Syria is also the guardian of Iran’s interest in the military and political strength of Lebanon’s Hizballah organization. Iran views Hizballah as a crowning ‘success' of its 1979 Islamic Revolution. Hizballah was formed by Lebanese Shi’a clerics in the early 1980s, many of whom had studied under the leader of Iran’s revolution, Ayatollah Ruhollah Khomeini. Syria has served as the main transit route by which Iran has armed and strengthened Hizballah, making Damascus International Airport available for shipments of rockets and missiles that have been pivotal to Hizballah’s challenge to Israel—a common nemesis of Hizballah, Iran, and the Assad regime.

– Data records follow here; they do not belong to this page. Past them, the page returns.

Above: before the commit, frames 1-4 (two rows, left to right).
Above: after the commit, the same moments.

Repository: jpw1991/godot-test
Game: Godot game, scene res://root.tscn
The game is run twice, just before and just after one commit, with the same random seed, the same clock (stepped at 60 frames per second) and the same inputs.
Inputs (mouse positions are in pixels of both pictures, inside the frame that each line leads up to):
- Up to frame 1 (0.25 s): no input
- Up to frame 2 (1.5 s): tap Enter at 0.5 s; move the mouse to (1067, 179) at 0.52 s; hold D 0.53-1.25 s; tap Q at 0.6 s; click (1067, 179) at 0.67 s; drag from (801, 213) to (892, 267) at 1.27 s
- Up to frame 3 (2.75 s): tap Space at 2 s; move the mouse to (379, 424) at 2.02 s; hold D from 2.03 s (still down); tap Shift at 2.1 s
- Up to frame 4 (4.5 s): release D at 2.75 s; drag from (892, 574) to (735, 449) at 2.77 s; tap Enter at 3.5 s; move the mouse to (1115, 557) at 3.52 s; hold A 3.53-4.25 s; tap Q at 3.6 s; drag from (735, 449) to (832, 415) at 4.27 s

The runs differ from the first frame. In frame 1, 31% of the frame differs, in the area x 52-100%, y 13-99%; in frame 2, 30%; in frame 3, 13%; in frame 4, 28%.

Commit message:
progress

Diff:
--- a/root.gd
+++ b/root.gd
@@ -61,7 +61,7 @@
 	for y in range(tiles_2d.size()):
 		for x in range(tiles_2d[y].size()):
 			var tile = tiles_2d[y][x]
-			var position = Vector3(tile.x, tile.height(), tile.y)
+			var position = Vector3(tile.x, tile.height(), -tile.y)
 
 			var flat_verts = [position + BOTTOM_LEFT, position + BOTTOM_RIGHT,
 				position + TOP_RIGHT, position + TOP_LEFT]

Direct flights between Tehran and Lebanon, or shipments by sea, are insecure because of Israel’s navy presence in the Mediterranean and its routine overflights of Lebanon. Without Syria’s protective envelope, Hizballah might wither from isolation from its Iranian patron.

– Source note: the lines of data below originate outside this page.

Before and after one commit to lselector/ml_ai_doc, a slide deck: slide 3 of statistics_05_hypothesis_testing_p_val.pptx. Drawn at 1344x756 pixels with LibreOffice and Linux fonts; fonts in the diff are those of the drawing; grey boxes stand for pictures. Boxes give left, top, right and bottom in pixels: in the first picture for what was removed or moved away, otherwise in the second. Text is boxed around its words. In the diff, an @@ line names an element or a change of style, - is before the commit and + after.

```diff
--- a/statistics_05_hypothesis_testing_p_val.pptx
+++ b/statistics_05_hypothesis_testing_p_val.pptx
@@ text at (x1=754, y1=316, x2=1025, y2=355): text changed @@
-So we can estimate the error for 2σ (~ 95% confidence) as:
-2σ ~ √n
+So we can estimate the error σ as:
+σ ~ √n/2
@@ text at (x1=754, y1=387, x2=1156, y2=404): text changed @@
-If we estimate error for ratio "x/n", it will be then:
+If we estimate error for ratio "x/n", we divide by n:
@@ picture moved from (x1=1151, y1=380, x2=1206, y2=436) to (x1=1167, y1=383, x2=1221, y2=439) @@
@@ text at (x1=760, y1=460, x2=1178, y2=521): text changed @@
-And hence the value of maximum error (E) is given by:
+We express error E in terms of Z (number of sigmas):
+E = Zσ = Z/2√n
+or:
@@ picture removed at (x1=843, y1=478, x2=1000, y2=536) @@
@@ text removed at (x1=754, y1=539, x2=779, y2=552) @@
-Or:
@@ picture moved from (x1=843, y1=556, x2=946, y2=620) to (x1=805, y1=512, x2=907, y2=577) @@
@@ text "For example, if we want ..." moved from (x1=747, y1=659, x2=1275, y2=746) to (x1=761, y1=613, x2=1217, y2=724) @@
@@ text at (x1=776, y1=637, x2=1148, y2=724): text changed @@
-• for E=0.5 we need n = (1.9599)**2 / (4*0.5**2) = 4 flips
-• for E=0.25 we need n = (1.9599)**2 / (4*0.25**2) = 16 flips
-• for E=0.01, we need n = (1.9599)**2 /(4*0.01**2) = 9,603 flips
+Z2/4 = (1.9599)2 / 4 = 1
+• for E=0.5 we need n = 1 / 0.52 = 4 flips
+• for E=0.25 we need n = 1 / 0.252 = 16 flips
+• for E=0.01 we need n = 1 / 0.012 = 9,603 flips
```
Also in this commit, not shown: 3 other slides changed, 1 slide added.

These core interests explain why Iran has gone to great lengths to keep Bashar al-Assad in power. Iran has sent several hundred advisers from its Islamic Revolutionary Guard-Qods Force (IRGC-QF) to organize Assad’s National Defense Forces militia and to orchestrate the participation of over 5,000 Hizballah militiamen and Iraqi and Afghan Shi’as to fight on Assad’s behalf. UN Syria envoy Staffan de Mistura estimates that Iran is providing about $6 billion per year in military and economic aid to the Assad regime. This year, Iranian leaders have become alarmed that their enormous interests and investments in the Assad regime might be at risk from Assad’s battlefield setbacks. Not only has Iran become concerned about the potential fall of the Assad regime, but it is worried about Hizballah’s heavy losses in Syria—reported to exceed 1,000.

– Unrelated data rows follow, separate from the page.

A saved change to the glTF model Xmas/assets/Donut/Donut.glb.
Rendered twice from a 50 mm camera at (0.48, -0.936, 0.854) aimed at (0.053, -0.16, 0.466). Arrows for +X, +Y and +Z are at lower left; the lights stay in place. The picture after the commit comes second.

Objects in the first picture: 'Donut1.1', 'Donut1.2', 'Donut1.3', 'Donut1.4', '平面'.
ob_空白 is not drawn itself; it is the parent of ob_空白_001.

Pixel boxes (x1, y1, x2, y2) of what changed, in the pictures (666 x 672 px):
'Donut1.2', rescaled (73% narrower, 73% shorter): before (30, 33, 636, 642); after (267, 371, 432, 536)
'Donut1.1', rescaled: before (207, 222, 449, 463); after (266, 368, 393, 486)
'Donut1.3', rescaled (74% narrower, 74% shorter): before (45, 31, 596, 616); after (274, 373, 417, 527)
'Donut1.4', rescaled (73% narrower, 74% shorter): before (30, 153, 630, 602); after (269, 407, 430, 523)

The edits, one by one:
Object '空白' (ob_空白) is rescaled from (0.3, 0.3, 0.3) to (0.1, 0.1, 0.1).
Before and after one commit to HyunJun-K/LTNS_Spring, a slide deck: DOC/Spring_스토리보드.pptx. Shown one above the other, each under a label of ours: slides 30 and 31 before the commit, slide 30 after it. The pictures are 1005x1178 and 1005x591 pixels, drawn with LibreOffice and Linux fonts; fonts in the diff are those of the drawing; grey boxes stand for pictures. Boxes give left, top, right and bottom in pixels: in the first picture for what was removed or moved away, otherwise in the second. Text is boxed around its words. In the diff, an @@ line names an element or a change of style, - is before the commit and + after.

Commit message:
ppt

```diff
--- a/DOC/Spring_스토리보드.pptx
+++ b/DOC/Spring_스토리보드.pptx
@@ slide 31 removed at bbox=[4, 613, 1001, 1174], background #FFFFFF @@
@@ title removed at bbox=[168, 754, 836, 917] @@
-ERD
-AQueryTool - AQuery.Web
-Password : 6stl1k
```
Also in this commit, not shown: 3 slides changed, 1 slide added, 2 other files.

The centrality and vulnerability of Iran’s interests in Syria explain why Iran has started to implement a Plan B—securing its own interests whether Assad stays in power or not. Iran has advised Assad, without success to date, to withdraw his forces from outlying areas such as Daraa and Aleppo and husband his forces to defend the core areas such as the Lebanon-Syria border regions, Damascus, Homs, Hama, and the Alawite heartland on the coast. In September, Iran brokered an agreement with Syria’s Sunni rebel forces that, when implemented, would remove some rebels from the Syria-Lebanon border while relocating vulnerable besieged Shi’a populations from northern Syria. Iran has also welcomed Russia’s military buildup in Syria, not only because Russian intervention might ensure Assad’s survival, but because the Russian intervention could enable Iran and Hizballah to reduce their increasingly costly involvement in the conflict.

Nonetheless, if Assad’s battlefield fortunes continue to deteriorate, it is conceivable that Iran might consider President Obama’s overture in his September 28 U.N. General Assembly speech that Iran (and Russia) work with the United States on a political solution in Syria. The July 2015 nuclear agreement between Iran and the P5+1 (United States, UK, France, Russia, China, and Germany) has made cooperating with the United States more palatable than at any time since the 1979 revolution in Iran. Syria was a central focus of discussions between Secretary of State John Kerry and Iranian Foreign Minister Mohammad Javad Zarif on the sidelines of the UN sessions—their first meeting since the nuclear agreement was announced—indicating that the U.S.-Iran dialogue is broadening to regional issues. However, it is not immediately evident that the differences between the United States and Iran can be bridged. Iran might be willing to help the United States sideline Assad if a trusted alternative figure can be found—presumably a pro-Tehran Alawite who will continue to facilitate Iran’s resupply of Hizballah. However, the likelihood of Iran finding a suitable replacement has been lessened by Assad’s strategy of purging any potential competitor. Whatever the result of U.S.-Iran discussions, an open question is whether Russia will be persuaded that Assad must be removed.